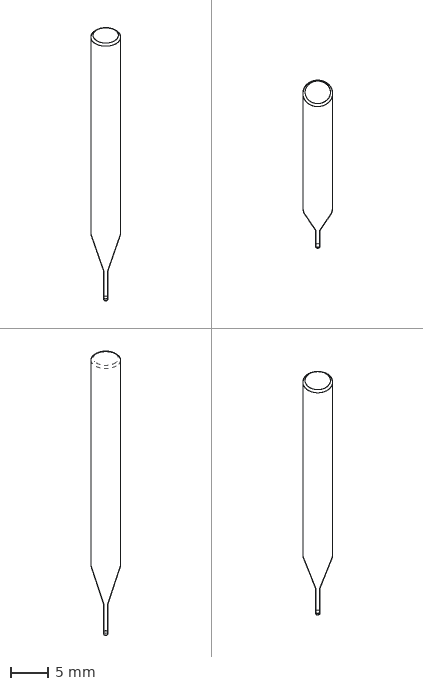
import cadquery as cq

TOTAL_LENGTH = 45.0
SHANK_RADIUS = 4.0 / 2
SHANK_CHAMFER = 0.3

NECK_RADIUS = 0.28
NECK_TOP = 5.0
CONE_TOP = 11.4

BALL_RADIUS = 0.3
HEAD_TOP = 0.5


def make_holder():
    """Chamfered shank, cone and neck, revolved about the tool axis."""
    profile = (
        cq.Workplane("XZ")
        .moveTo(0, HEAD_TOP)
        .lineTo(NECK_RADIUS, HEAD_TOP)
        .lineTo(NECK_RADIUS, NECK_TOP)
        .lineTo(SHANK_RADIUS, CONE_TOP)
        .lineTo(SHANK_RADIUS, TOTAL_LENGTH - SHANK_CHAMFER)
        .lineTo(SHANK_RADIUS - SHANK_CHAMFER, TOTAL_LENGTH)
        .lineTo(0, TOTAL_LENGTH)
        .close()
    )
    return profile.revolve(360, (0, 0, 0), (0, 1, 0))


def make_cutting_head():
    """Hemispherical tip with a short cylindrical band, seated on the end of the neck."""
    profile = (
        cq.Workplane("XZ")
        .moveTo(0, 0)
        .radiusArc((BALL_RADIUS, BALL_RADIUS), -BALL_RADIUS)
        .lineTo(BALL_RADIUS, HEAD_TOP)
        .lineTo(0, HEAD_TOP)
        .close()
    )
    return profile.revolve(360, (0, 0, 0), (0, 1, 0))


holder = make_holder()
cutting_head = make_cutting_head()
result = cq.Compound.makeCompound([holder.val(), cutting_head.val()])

§ **Work item**: Please return each line of the listing exactly as written, excluding the images.

§ **Result for this exercise**:
import cadquery as cq

TOTAL_LENGTH = 45.0
SHANK_RADIUS = 4.0 / 2
SHANK_CHAMFER = 0.3

NECK_RADIUS = 0.28
NECK_TOP = 5.0
CONE_TOP = 11.4

BALL_RADIUS = 0.3
HEAD_TOP = 0.5


def make_holder():
    """Chamfered shank, cone and neck, revolved about the tool axis."""
    profile = (
        cq.Workplane("XZ")
        .moveTo(0, HEAD_TOP)
        .lineTo(NECK_RADIUS, HEAD_TOP)
        .lineTo(NECK_RADIUS, NECK_TOP)
        .lineTo(SHANK_RADIUS, CONE_TOP)
        .lineTo(SHANK_RADIUS, TOTAL_LENGTH - SHANK_CHAMFER)
        .lineTo(SHANK_RADIUS - SHANK_CHAMFER, TOTAL_LENGTH)
        .lineTo(0, TOTAL_LENGTH)
        .close()
    )
    return profile.revolve(360, (0, 0, 0), (0, 1, 0))


def make_cutting_head():
    """Hemispherical tip with a short cylindrical band, seated on the end of the neck."""
    profile = (
        cq.Workplane("XZ")
        .moveTo(0, 0)
        .radiusArc((BALL_RADIUS, BALL_RADIUS), -BALL_RADIUS)
        .lineTo(BALL_RADIUS, HEAD_TOP)
        .lineTo(0, HEAD_TOP)
        .close()
    )
    return profile.revolve(360, (0, 0, 0), (0, 1, 0))


holder = make_holder()
cutting_head = make_cutting_head()
result = cq.Compound.makeCompound([holder.val(), cutting_head.val()])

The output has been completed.